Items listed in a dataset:
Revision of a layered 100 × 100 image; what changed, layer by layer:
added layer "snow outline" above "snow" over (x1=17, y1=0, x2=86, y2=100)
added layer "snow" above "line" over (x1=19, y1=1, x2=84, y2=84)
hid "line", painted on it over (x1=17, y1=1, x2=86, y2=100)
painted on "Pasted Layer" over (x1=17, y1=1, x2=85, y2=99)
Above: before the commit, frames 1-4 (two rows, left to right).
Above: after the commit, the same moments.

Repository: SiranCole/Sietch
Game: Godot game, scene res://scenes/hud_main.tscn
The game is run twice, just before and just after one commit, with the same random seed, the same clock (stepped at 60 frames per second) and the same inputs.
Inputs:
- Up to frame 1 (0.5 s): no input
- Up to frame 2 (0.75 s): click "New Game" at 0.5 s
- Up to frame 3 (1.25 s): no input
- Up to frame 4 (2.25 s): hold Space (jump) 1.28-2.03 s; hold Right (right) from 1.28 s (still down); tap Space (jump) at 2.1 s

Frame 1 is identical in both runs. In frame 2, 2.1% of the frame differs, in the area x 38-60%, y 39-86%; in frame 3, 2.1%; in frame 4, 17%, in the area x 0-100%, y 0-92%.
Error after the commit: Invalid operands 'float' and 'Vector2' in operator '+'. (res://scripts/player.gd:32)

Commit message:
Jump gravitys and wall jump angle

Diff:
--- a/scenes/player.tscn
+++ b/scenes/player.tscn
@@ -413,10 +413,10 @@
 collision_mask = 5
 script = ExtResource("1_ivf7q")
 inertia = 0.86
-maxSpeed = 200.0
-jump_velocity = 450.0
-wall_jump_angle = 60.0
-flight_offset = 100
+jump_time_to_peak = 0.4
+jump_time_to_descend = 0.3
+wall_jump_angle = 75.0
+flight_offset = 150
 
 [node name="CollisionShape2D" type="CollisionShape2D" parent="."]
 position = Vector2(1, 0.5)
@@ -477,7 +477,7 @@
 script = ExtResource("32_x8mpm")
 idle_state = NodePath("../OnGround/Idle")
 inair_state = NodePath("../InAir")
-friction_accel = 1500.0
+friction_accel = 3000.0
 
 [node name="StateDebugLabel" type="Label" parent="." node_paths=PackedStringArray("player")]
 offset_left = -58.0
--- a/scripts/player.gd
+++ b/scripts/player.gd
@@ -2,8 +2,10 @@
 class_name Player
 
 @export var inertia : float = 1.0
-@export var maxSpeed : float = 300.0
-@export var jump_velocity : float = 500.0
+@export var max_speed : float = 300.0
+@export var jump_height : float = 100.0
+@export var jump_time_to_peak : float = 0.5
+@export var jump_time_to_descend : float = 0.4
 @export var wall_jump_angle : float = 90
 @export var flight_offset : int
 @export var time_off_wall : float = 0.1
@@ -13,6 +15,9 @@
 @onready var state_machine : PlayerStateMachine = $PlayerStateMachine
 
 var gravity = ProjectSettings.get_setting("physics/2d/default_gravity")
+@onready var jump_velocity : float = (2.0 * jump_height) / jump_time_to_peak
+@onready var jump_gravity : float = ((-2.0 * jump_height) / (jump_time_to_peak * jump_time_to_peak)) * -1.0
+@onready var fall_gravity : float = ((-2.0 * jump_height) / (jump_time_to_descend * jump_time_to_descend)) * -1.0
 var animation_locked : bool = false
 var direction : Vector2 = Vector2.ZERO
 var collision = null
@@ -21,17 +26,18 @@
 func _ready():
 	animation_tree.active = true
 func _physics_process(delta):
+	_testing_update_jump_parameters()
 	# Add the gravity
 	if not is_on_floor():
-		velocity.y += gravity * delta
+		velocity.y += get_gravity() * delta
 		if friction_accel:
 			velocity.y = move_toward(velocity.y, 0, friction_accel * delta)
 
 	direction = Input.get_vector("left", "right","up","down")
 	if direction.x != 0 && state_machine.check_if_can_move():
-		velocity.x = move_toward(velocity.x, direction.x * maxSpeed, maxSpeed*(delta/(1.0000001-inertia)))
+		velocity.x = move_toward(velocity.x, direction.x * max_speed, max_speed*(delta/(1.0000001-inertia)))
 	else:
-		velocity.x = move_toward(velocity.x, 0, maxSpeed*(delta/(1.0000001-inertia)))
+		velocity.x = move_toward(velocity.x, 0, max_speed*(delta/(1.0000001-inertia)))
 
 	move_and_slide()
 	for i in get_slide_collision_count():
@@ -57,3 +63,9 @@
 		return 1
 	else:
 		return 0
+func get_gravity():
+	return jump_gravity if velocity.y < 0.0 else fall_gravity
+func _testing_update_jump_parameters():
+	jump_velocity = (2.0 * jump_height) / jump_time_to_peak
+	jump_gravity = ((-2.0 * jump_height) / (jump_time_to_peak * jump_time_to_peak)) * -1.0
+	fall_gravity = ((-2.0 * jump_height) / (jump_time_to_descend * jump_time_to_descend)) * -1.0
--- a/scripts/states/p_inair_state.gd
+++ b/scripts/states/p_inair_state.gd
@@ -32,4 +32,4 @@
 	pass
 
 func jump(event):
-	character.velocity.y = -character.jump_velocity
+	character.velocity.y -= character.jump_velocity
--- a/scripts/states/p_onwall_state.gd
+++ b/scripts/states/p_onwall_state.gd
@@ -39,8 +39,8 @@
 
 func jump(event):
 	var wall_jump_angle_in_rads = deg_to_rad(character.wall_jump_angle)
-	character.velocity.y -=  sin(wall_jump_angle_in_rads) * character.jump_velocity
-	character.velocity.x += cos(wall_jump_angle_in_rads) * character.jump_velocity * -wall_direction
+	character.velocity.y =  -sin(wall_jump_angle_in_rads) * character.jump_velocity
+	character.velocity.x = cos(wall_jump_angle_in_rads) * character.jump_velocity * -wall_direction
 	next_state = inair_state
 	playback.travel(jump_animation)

**Task brief:** Only lines holding the word "before" belong in the answer; copy all of them from the records.

**Solution for this task:**
Above: before the commit, frames 1-4 (two rows, left to right).
The game is run twice, just before and just after one commit, with the same random seed, the same clock (stepped at 60 frames per second) and the same inputs.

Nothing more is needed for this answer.